Что касается нынешней ситуации, то в ней просматриваются два основных варианта.
Вариант первый — это распад России на несколько квазигосударственных образований. При этом значение регионов Сибири и Дальнего Востока в условиях экономического спада и дезинтеграции будет стремительно снижаться, потому что реализовать их природные ресурсы будет очень сложно.
И, соответственно, второй вариант — это элитная революция. Как говорится, третьего не дано.
Что касается Китая — у него тоже есть два варианта.
Вариант первый. Китай сможет заменить внешний спрос внутренним. Но я в него, повторюсь, не верю, и вы не сможете убедить меня в обратном.
И вариант второй. Что он не сможет этого сделать, и тогда внутри Китая начнутся острейшие социально-политические проблемы, из-за которых эта страна исчезает из мировой системы разделения труда. Он начинает решать исключительно свои внутренние проблемы. Как это будет происходить: путем демократических выборов или путем закапывания оппонентов в землю живьём, — это их проблемы.
Для нас важно, что в этом случае Россия опять становится — уже на новом уровне — субъектом мировой политики. И я уверен, что в этом случае мы должны искать крупного партнера, потому что всё-таки 100-150 миллионов человек — это мало. Мы можем искать его среди бывших союзных республик, восстанавливая контуры СССР, но у нас по-любому появляются возможности для игры. Но еще раз повторю, что рассматривать глобальные люфты через 10-15 лет — это нонсенс. Их уже не будет. Будут рынки региональные.
Сергей БЕЛКИН, публицист.
Я бы хотел обратить внимание еще на один момент. Что бы там ни было, но мы до сих пор продолжаем оставаться в рамках единой мировой финансовой системы. Которую мы критикуем, говорим, какая она несправедливая, бесперспективная, больная и умирающая. Эта критика выглядит весьма верной и убедительной, но проблема в том, что со сроками мы, как правило, ошибаемся. Несмотря на мнения нашего экспертного сообщества, она продолжает демонстрировать удивительную живучесть. Это то, о чем стоит подумать, потому что идти от её анализа мы не можем, многие параметры нам или не видны, или зашифрованы.
Во-первых, когда мы говорим о мировой финансово-экономической системе, мы анализируем её модель, в то время как она является не моделью, а живым организмом. То есть, мы делаем правильные прогнозы в рамках модели, но живая система ведет себя несколько иначе. Потому что в ней существуют и действуют такие факторы, которые не учитывает наша модель. То есть это в плане постановки вопроса.
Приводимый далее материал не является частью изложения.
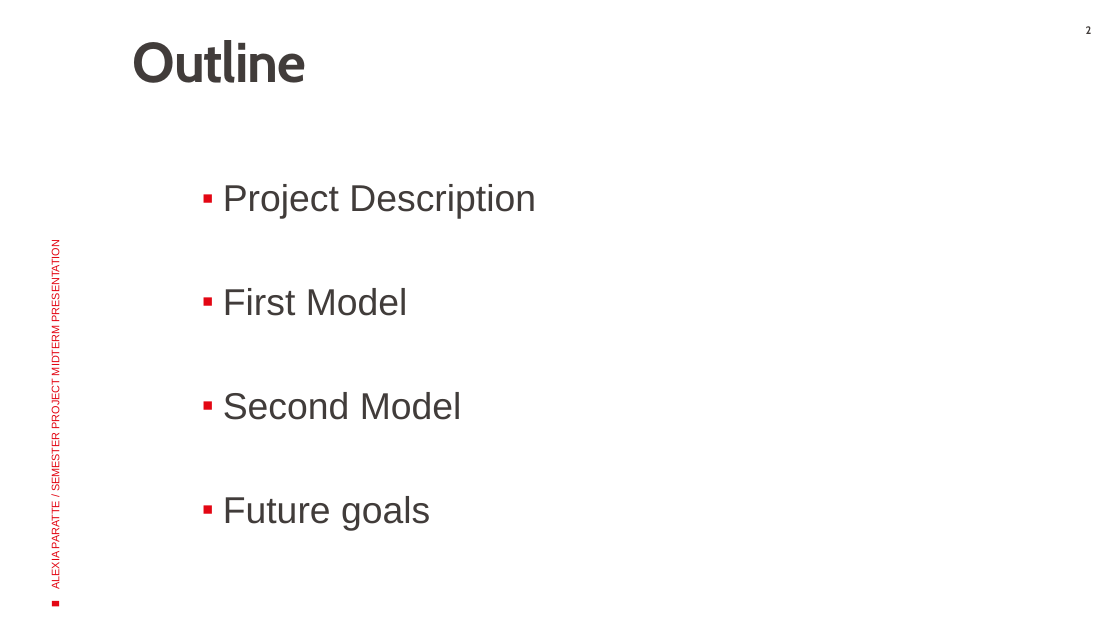
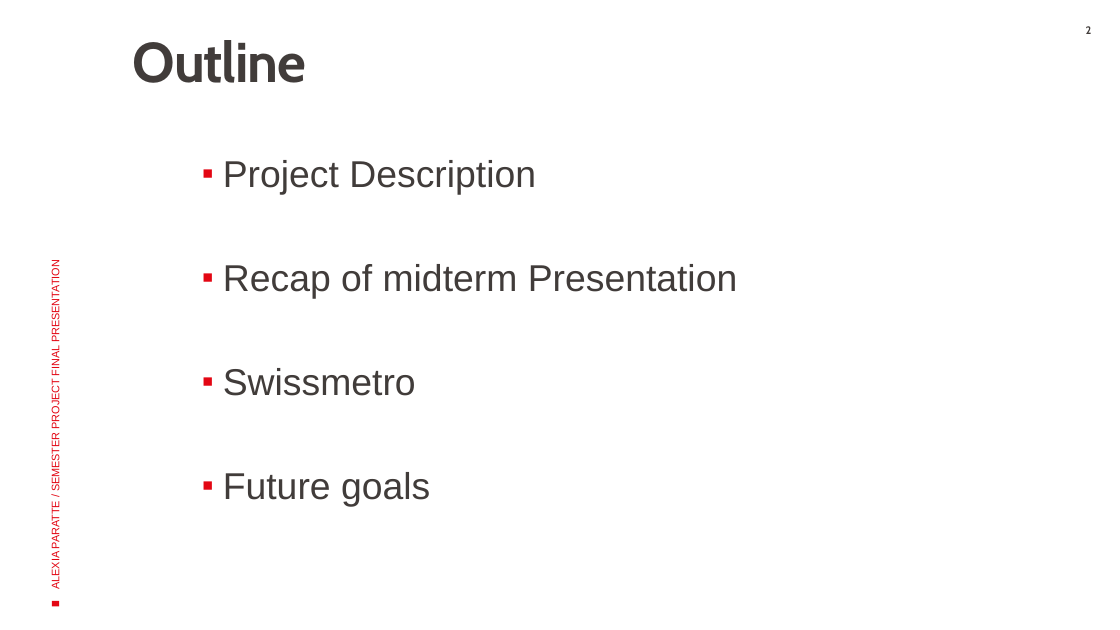
Before and after one commit to araccoon22/Semester-project, a slide deck: slide 2 of Documentation/Reports/Final Presentation - Semester project.pptx. Drawn at 1120x630 pixels with LibreOffice and Linux fonts; fonts in the diff are those of the drawing; background and template pictures are left out. Boxes give left, top, right and bottom in pixels: in the first picture for what was removed or moved away, otherwise in the second. Text is boxed around its words. In the diff, an @@ line names an element or a change of style, - is before the commit and + after.

```diff
--- a/Documentation/Reports/Final Presentation - Semester project.pptx
+++ b/Documentation/Reports/Final Presentation - Semester project.pptx
@@ text "Project Description": place and size @@
-text "Project Description" at (223, 184, 536, 531)
+text "Project Description" at (223, 160, 738, 506)
@@ text at (50, 268, 62, 589): text changed @@
-ALEXIA PARATTE / SEMESTER PROJECT MIDTERM PRESENTATION
+ALEXIA PARATTE / SEMESTER PROJECT FINAL PRESENTATION
@@ text at (223, 264, 738, 396): text changed @@
-▪ First Model
-▪ Second Model
+▪ Recap of midterm Presentation
+▪ Swissmetro
```
Also in this commit, not shown: 13 other slides changed, 1 slide added, 6 slides removed, 2 other files.

Дело в том, что сегодня для современной науки стали доступны методы анализа социальных систем как живых организмов, восходящие к временам "школы Сантьяго".
Второй момент: критикуя данную финансовую систему, чего мы хотим? Подорвать её и избавиться от неё? Или модернизировать и улучшить её? Это важно с точки зрения позиции: можем ли мы и хотим ли мы влиять на архитектуру мировой финансово-экономической системы здесь и сейчас? У меня есть сомнения на этот счет. Для нас всё это — как бы чужая игра.
В чем её сила? Первая её сила в том, что она абсолютно безальтернативна. Не существует конкурентного рынка мировых финансово-экономических систем. Она потому и мировая, что единственная. И ей на смену может прийти либо иная мировая и единственная, либо несколько конкурирующих систем, ни одна из которых уже не будет мировой.
Второй фактор силы — сохраняется доверие к доллару. Можем ли мы изучать феномен доверия как социокультурный, социально-психологический феномен? Ведь никаких признаков доверия США, как источнику долларов, нет. А доверие к доллару — есть. Это предмет, как минимум, для серьёзного анализа.
И в этой связи в рамках БРИКС нам открываются следующие возможности. Если доверие лежит в основе создания, скажем, какого-то локального платежного союза, то финансовое доверие оказывается заключительным аккордом социально-культурного доверия.